Task directions.
Write out each record below, word for word.

Records from a dataset:

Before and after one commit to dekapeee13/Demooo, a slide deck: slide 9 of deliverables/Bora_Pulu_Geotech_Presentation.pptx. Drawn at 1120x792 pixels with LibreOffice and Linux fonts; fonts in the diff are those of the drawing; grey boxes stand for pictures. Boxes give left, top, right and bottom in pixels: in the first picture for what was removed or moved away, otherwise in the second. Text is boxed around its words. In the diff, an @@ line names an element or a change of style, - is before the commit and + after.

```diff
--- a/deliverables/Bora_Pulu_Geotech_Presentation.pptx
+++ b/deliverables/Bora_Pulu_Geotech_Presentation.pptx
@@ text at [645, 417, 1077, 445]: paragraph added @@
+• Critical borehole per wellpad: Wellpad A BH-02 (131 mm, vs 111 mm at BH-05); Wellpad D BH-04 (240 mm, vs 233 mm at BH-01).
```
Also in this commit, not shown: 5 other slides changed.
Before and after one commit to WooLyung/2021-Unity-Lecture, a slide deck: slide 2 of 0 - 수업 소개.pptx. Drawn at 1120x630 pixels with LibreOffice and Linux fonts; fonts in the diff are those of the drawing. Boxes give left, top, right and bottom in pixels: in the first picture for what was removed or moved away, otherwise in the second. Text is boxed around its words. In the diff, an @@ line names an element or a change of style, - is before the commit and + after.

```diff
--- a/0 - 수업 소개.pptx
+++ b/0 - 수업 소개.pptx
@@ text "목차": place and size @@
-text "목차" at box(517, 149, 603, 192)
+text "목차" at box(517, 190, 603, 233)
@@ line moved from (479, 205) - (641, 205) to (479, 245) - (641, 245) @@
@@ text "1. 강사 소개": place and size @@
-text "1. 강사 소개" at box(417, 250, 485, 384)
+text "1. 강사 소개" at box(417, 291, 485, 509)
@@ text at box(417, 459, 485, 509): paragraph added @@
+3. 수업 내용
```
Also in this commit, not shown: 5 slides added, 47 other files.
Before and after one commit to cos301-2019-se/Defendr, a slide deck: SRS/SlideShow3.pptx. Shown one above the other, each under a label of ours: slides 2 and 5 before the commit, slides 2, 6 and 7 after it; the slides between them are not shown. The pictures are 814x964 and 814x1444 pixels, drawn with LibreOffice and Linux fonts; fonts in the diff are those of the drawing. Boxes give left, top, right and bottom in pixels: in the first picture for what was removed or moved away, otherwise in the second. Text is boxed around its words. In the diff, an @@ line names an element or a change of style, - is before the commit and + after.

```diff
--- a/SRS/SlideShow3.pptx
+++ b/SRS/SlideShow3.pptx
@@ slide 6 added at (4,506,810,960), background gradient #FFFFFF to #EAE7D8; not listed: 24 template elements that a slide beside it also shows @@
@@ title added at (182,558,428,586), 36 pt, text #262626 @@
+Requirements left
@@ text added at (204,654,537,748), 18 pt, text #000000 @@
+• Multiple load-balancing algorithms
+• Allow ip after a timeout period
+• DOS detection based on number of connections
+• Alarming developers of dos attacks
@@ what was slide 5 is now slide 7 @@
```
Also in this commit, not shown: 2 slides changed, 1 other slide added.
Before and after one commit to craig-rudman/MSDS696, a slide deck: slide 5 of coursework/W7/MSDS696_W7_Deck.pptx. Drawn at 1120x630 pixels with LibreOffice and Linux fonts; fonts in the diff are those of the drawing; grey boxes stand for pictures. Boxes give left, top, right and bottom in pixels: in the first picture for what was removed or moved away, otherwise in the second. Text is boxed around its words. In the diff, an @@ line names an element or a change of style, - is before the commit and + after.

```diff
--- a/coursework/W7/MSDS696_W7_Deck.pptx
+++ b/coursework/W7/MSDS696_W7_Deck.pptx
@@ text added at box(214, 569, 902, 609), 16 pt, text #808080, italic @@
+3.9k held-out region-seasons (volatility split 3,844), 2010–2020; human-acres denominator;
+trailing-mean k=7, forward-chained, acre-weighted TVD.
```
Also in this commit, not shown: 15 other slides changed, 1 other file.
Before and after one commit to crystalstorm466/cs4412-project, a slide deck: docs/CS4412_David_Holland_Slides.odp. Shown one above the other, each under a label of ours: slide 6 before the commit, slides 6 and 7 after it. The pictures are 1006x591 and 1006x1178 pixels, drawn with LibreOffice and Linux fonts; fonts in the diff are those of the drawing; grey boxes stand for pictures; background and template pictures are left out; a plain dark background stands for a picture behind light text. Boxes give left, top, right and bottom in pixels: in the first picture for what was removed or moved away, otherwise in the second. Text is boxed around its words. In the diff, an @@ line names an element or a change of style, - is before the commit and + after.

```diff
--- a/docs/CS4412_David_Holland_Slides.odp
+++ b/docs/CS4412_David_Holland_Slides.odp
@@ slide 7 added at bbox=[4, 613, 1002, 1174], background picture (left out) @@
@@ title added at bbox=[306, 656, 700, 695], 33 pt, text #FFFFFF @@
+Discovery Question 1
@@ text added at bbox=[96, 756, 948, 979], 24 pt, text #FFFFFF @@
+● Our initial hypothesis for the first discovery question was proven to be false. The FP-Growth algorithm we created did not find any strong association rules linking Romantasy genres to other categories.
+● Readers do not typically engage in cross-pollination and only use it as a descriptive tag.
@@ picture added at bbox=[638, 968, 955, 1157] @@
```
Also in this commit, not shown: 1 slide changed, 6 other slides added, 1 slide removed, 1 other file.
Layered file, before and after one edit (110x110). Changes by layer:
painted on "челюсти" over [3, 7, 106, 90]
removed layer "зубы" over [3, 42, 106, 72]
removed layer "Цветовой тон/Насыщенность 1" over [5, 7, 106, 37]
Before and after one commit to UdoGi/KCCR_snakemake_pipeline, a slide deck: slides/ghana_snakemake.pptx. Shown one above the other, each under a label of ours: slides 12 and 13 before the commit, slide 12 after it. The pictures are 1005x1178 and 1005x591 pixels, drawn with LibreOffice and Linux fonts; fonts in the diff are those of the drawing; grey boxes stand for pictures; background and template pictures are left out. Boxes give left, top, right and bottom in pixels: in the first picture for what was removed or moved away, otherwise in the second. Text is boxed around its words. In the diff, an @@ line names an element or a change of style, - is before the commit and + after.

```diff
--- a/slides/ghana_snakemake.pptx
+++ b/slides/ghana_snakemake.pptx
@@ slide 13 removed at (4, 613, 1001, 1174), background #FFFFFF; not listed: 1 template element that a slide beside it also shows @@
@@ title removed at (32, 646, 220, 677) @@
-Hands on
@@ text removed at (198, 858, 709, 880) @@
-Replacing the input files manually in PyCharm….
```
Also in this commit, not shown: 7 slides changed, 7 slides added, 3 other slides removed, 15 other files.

Answer to the problem.
Before and after one commit to dekapeee13/Demooo, a slide deck: slide 9 of deliverables/Bora_Pulu_Geotech_Presentation.pptx. Drawn at 1120x792 pixels with LibreOffice and Linux fonts; fonts in the diff are those of the drawing; grey boxes stand for pictures. Boxes give left, top, right and bottom in pixels: in the first picture for what was removed or moved away, otherwise in the second. Text is boxed around its words. In the diff, an @@ line names an element or a change of style, - is before the commit and + after.

```diff
--- a/deliverables/Bora_Pulu_Geotech_Presentation.pptx
+++ b/deliverables/Bora_Pulu_Geotech_Presentation.pptx
@@ text at [645, 417, 1077, 445]: paragraph added @@
+• Critical borehole per wellpad: Wellpad A BH-02 (131 mm, vs 111 mm at BH-05); Wellpad D BH-04 (240 mm, vs 233 mm at BH-01).
```
Also in this commit, not shown: 5 other slides changed.
Before and after one commit to WooLyung/2021-Unity-Lecture, a slide deck: slide 2 of 0 - 수업 소개.pptx. Drawn at 1120x630 pixels with LibreOffice and Linux fonts; fonts in the diff are those of the drawing. Boxes give left, top, right and bottom in pixels: in the first picture for what was removed or moved away, otherwise in the second. Text is boxed around its words. In the diff, an @@ line names an element or a change of style, - is before the commit and + after.

```diff
--- a/0 - 수업 소개.pptx
+++ b/0 - 수업 소개.pptx
@@ text "목차": place and size @@
-text "목차" at box(517, 149, 603, 192)
+text "목차" at box(517, 190, 603, 233)
@@ line moved from (479, 205) - (641, 205) to (479, 245) - (641, 245) @@
@@ text "1. 강사 소개": place and size @@
-text "1. 강사 소개" at box(417, 250, 485, 384)
+text "1. 강사 소개" at box(417, 291, 485, 509)
@@ text at box(417, 459, 485, 509): paragraph added @@
+3. 수업 내용
```
Also in this commit, not shown: 5 slides added, 47 other files.
Before and after one commit to cos301-2019-se/Defendr, a slide deck: SRS/SlideShow3.pptx. Shown one above the other, each under a label of ours: slides 2 and 5 before the commit, slides 2, 6 and 7 after it; the slides between them are not shown. The pictures are 814x964 and 814x1444 pixels, drawn with LibreOffice and Linux fonts; fonts in the diff are those of the drawing. Boxes give left, top, right and bottom in pixels: in the first picture for what was removed or moved away, otherwise in the second. Text is boxed around its words. In the diff, an @@ line names an element or a change of style, - is before the commit and + after.

```diff
--- a/SRS/SlideShow3.pptx
+++ b/SRS/SlideShow3.pptx
@@ slide 6 added at (4,506,810,960), background gradient #FFFFFF to #EAE7D8; not listed: 24 template elements that a slide beside it also shows @@
@@ title added at (182,558,428,586), 36 pt, text #262626 @@
+Requirements left
@@ text added at (204,654,537,748), 18 pt, text #000000 @@
+• Multiple load-balancing algorithms
+• Allow ip after a timeout period
+• DOS detection based on number of connections
+• Alarming developers of dos attacks
@@ what was slide 5 is now slide 7 @@
```
Also in this commit, not shown: 2 slides changed, 1 other slide added.
Before and after one commit to craig-rudman/MSDS696, a slide deck: slide 5 of coursework/W7/MSDS696_W7_Deck.pptx. Drawn at 1120x630 pixels with LibreOffice and Linux fonts; fonts in the diff are those of the drawing; grey boxes stand for pictures. Boxes give left, top, right and bottom in pixels: in the first picture for what was removed or moved away, otherwise in the second. Text is boxed around its words. In the diff, an @@ line names an element or a change of style, - is before the commit and + after.

```diff
--- a/coursework/W7/MSDS696_W7_Deck.pptx
+++ b/coursework/W7/MSDS696_W7_Deck.pptx
@@ text added at box(214, 569, 902, 609), 16 pt, text #808080, italic @@
+3.9k held-out region-seasons (volatility split 3,844), 2010–2020; human-acres denominator;
+trailing-mean k=7, forward-chained, acre-weighted TVD.
```
Also in this commit, not shown: 15 other slides changed, 1 other file.
Before and after one commit to crystalstorm466/cs4412-project, a slide deck: docs/CS4412_David_Holland_Slides.odp. Shown one above the other, each under a label of ours: slide 6 before the commit, slides 6 and 7 after it. The pictures are 1006x591 and 1006x1178 pixels, drawn with LibreOffice and Linux fonts; fonts in the diff are those of the drawing; grey boxes stand for pictures; background and template pictures are left out; a plain dark background stands for a picture behind light text. Boxes give left, top, right and bottom in pixels: in the first picture for what was removed or moved away, otherwise in the second. Text is boxed around its words. In the diff, an @@ line names an element or a change of style, - is before the commit and + after.

```diff
--- a/docs/CS4412_David_Holland_Slides.odp
+++ b/docs/CS4412_David_Holland_Slides.odp
@@ slide 7 added at bbox=[4, 613, 1002, 1174], background picture (left out) @@
@@ title added at bbox=[306, 656, 700, 695], 33 pt, text #FFFFFF @@
+Discovery Question 1
@@ text added at bbox=[96, 756, 948, 979], 24 pt, text #FFFFFF @@
+● Our initial hypothesis for the first discovery question was proven to be false. The FP-Growth algorithm we created did not find any strong association rules linking Romantasy genres to other categories.
+● Readers do not typically engage in cross-pollination and only use it as a descriptive tag.
@@ picture added at bbox=[638, 968, 955, 1157] @@
```
Also in this commit, not shown: 1 slide changed, 6 other slides added, 1 slide removed, 1 other file.
Layered file, before and after one edit (110x110). Changes by layer:
painted on "челюсти" over [3, 7, 106, 90]
removed layer "зубы" over [3, 42, 106, 72]
removed layer "Цветовой тон/Насыщенность 1" over [5, 7, 106, 37]
Before and after one commit to UdoGi/KCCR_snakemake_pipeline, a slide deck: slides/ghana_snakemake.pptx. Shown one above the other, each under a label of ours: slides 12 and 13 before the commit, slide 12 after it. The pictures are 1005x1178 and 1005x591 pixels, drawn with LibreOffice and Linux fonts; fonts in the diff are those of the drawing; grey boxes stand for pictures; background and template pictures are left out. Boxes give left, top, right and bottom in pixels: in the first picture for what was removed or moved away, otherwise in the second. Text is boxed around its words. In the diff, an @@ line names an element or a change of style, - is before the commit and + after.

```diff
--- a/slides/ghana_snakemake.pptx
+++ b/slides/ghana_snakemake.pptx
@@ slide 13 removed at (4, 613, 1001, 1174), background #FFFFFF; not listed: 1 template element that a slide beside it also shows @@
@@ title removed at (32, 646, 220, 677) @@
-Hands on
@@ text removed at (198, 858, 709, 880) @@
-Replacing the input files manually in PyCharm….
```
Also in this commit, not shown: 7 slides changed, 7 slides added, 3 other slides removed, 15 other files.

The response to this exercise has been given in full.